If I can’t draw ownership on a whiteboard, I assume I don’t have it in code. 6) “Zero-Cost Abstractions” → Fewer Framework Apologies Rust pushed me to distrust “magic that disappears at runtime.” In Java, a lot of enterprise convenience isn’t free:

  • Reflection-heavy serialization that punishes hot paths.
  • Annotations that hide IO and retries behind proxies.
  • ORMs that perform politely wrong queries.

What changed: we kept DI for wiring, but pushed business logic toward plain records + services. For data, we favored jOOQ / hand-rolled SQL for read-heavy paths. Serialization moved to code-generated mappers where it mattered. Pull Quote #3: “If an annotation changes system behavior, it’s not documentation — it’s control flow.” 7) Exhaustiveness → Fewer Friday Surprises Rust makes the compiler yell when you forget a variant. Java 21’s sealed types + pattern matching get close:

  • Model PaymentState as a sealed interface (Pending, Authorized, Captured, Failed).
  • Handle them in a switch that the compiler checks for exhaustiveness.
  • Delete “default” fall-throughs that turn into silent no-ops.

Bold takeaway: If the compiler can’t prove you handled a state, you probably didn’t. 8) Cultural Shift → “Boring and Correct” Beats “Smart and Magical” Rust changed how I review Java:

  • I ask “where is the mutation?” and “who owns this?” on every diff.
  • I reject invisible retries and implicit timeouts unless they are logged and surfaced.
  • I push for observability by contract: every endpoint returns machine-countable outcomes.

And the weirdest side effect? On-call got quiet. The code looks plainer. The graphs look calmer. Contrarian Points I’ll Defend

  • Exceptions are fine when they model truly exceptional cases; don’t cosplay Result everywhere and drown the code in ceremony.
  • Caches should earn their keep with measurement; a cache that “probably helps” usually hides an unbounded memory risk.
  • Builders are for ergonomics, not safety; prefer immutable aggregates as your default.

What You Can Try This Week

  • Wrap one hot code path in StructuredTaskScope.ShutdownOnFailure. Track p95 and alloc rate.
  • Convert a mutable entity to a record and push mutation to a single factory/service.
  • Replace one magic annotation with explicit code and measure the difference.
  • Make one sealed hierarchy and remove a default from a switch—let the compiler guard you.
  • Draw the ownership diagram for a request path. Kill one leak.

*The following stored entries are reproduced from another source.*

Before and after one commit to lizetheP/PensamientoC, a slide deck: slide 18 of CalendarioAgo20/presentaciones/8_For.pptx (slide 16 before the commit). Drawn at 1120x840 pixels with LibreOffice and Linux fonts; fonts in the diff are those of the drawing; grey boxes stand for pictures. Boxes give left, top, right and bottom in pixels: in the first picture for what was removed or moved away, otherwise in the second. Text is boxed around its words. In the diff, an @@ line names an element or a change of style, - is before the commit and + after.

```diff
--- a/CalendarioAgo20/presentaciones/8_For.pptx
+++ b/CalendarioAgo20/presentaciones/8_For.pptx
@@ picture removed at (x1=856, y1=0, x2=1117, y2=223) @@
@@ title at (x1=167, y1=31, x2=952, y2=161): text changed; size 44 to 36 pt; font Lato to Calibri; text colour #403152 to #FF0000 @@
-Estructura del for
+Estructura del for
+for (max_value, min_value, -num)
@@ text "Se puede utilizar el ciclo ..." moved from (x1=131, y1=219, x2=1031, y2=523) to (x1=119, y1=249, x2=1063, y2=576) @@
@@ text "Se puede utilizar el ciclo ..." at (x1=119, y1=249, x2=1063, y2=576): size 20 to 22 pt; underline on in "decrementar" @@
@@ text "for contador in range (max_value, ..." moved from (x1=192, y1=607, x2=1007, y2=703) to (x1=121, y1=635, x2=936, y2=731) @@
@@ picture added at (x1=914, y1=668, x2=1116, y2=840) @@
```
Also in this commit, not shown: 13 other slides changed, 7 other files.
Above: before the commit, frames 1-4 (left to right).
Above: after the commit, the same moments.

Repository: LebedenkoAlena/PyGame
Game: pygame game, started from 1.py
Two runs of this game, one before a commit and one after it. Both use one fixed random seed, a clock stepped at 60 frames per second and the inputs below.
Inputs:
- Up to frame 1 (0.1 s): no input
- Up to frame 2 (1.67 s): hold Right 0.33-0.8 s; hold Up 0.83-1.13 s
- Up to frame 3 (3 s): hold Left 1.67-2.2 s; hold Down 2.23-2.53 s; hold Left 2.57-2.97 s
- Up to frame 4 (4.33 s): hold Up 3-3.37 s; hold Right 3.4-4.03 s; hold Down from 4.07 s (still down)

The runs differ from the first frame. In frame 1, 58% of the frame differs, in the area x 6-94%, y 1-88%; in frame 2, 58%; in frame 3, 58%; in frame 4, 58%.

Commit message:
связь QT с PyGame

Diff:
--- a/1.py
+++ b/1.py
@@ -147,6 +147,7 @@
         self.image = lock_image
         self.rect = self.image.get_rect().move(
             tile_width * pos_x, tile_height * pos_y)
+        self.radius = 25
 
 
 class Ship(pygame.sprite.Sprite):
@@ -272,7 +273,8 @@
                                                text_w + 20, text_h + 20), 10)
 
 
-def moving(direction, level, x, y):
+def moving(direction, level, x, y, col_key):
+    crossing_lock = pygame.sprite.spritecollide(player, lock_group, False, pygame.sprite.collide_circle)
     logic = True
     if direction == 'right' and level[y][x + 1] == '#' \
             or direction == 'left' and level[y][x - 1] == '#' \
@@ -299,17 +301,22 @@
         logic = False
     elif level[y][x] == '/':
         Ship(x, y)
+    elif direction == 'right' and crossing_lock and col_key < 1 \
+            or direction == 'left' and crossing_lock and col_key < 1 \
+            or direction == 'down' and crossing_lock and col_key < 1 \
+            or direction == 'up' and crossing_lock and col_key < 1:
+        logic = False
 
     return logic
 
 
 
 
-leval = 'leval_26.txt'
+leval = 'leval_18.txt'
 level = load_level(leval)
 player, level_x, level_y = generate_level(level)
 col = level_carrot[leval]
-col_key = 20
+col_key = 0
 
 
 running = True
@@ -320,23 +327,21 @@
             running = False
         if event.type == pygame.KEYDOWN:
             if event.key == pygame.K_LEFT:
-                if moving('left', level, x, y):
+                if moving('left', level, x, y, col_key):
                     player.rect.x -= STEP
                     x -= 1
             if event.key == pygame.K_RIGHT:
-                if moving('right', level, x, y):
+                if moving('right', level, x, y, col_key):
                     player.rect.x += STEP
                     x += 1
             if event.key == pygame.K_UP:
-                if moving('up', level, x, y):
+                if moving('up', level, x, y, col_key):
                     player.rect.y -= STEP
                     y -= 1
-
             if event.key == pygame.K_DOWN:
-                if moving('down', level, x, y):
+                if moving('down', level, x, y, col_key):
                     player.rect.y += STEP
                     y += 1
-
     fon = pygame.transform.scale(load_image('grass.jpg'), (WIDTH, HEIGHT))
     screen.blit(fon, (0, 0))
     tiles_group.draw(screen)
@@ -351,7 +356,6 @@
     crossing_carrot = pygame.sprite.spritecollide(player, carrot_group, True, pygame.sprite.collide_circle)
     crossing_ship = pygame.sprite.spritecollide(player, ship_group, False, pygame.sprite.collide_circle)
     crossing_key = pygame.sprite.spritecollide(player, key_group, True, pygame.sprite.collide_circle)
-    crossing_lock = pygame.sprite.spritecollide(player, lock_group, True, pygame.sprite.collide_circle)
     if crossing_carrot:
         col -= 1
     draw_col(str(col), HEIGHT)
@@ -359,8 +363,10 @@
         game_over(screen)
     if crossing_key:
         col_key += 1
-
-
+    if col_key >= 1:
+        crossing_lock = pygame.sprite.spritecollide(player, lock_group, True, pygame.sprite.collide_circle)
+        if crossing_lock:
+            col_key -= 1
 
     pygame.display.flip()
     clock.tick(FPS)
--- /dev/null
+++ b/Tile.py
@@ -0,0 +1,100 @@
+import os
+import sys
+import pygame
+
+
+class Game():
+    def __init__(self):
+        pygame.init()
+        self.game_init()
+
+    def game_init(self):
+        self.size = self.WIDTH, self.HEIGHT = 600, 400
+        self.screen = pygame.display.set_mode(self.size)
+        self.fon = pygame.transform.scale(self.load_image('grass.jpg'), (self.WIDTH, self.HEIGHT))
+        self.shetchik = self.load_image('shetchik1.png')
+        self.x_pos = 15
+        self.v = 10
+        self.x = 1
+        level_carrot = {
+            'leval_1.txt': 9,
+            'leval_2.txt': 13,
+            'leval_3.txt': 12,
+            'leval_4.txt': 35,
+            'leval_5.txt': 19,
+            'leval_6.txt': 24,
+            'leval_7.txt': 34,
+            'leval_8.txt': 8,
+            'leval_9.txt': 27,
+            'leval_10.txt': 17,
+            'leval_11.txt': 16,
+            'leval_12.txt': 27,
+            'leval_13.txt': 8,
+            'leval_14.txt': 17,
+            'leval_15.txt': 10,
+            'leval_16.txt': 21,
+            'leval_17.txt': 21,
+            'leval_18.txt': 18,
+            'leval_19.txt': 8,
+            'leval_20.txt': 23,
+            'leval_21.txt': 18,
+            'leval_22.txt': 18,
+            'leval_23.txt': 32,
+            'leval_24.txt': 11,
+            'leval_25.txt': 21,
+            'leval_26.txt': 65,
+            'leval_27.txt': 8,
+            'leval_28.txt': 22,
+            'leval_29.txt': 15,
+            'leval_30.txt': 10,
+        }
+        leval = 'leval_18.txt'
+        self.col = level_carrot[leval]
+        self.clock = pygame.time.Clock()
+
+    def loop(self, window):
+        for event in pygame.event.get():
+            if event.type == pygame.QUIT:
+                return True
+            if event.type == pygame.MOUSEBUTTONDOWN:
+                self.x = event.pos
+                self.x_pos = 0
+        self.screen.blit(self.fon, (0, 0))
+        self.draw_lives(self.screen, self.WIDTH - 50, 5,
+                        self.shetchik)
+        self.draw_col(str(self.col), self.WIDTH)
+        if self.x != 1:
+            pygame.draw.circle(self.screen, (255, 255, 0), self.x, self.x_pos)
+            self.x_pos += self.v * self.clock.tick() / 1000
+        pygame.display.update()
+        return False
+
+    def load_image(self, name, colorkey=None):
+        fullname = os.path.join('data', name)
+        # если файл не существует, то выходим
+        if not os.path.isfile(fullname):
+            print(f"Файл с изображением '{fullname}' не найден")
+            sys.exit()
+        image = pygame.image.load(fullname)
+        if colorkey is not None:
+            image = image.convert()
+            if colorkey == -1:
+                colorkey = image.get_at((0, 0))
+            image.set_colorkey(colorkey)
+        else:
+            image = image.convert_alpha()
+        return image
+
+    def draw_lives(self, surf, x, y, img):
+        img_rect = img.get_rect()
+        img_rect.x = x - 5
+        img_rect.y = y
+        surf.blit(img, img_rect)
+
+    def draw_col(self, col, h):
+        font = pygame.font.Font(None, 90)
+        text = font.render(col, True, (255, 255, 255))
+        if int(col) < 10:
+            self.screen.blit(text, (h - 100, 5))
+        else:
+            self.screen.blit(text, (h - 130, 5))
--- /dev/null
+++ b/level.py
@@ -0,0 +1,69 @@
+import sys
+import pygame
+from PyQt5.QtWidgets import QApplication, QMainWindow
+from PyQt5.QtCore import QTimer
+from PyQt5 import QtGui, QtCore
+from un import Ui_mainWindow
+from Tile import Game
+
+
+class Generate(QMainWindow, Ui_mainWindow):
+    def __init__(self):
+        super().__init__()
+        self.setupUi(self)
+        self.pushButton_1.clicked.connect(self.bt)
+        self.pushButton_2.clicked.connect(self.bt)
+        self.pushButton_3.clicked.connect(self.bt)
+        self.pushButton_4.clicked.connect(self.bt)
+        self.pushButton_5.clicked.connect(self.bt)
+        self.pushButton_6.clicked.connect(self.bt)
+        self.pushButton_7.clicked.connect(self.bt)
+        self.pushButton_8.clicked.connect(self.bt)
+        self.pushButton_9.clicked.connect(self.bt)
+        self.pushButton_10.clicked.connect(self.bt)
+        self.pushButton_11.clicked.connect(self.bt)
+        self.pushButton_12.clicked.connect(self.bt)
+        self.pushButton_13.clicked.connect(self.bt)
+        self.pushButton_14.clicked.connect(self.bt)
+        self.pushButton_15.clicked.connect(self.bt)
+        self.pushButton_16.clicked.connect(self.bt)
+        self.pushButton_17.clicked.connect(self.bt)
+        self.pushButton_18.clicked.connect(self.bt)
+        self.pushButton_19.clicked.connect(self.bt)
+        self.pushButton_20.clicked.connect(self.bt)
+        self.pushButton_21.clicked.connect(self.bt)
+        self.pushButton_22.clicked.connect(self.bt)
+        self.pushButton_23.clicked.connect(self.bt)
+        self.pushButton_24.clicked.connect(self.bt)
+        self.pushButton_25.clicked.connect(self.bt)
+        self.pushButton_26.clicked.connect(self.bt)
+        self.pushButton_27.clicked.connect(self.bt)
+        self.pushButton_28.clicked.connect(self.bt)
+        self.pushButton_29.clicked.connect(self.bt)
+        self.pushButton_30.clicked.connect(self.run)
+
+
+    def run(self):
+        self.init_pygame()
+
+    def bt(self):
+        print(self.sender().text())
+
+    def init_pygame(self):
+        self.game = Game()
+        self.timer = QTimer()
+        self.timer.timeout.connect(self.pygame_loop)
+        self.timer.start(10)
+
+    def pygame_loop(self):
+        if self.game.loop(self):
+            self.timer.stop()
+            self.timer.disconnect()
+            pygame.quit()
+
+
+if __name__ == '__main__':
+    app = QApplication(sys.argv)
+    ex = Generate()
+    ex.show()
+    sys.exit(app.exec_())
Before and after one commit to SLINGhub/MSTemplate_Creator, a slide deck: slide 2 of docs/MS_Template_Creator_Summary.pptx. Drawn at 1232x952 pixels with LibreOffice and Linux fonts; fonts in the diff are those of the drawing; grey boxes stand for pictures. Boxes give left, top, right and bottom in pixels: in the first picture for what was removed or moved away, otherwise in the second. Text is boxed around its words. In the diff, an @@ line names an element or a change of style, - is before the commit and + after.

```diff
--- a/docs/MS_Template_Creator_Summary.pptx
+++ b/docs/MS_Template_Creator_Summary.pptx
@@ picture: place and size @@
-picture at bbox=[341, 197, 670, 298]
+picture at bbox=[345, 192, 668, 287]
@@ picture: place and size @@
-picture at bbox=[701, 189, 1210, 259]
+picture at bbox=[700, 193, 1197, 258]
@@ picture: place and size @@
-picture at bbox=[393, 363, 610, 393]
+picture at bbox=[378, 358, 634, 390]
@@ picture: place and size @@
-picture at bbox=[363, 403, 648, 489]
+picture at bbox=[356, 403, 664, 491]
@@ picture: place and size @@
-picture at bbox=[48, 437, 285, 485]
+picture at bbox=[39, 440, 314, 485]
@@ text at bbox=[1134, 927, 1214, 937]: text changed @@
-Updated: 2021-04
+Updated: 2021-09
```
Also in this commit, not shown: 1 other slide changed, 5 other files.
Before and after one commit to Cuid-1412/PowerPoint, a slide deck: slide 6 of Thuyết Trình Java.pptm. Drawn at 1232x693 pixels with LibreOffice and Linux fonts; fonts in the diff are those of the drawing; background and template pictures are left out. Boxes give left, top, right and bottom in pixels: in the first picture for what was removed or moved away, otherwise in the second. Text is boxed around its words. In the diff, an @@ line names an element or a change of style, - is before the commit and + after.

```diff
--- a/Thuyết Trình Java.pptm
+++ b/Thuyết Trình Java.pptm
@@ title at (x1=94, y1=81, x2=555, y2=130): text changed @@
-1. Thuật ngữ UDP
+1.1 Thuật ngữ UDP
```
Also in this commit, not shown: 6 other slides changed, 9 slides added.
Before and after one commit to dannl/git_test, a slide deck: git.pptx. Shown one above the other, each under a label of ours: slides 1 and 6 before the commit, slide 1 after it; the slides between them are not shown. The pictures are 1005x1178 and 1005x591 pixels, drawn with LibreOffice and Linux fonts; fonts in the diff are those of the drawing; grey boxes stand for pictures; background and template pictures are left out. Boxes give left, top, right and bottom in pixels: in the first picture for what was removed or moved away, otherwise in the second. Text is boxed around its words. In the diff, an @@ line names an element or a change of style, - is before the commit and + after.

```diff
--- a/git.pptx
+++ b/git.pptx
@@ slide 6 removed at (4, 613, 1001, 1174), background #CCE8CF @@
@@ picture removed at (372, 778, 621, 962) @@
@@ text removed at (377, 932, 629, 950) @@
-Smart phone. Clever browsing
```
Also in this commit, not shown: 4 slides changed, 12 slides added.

The Arguable Finish Here’s the hill: Most Java pain isn’t because it’s Java. It’s because we write Java like we never learned ownership. If you disagree, show me a counterexample: a production system where more hidden mutability, more reflection, and more shared state outperformed a plain, explicit design with the same features and lower operational risk. Or — better — publish your audit.
What Rust habit, ported to Java, measurably moved your p95, alloc/s, or incident count? I’ll go first in the comments.
You bring charts. I’ll bring mine. Key Insights (for skimmers):

  • Ownership scales better than cleverness.
  • Structured concurrency deletes ambiguity, not just threads.
  • If you can’t count failures in metrics, your types are lying.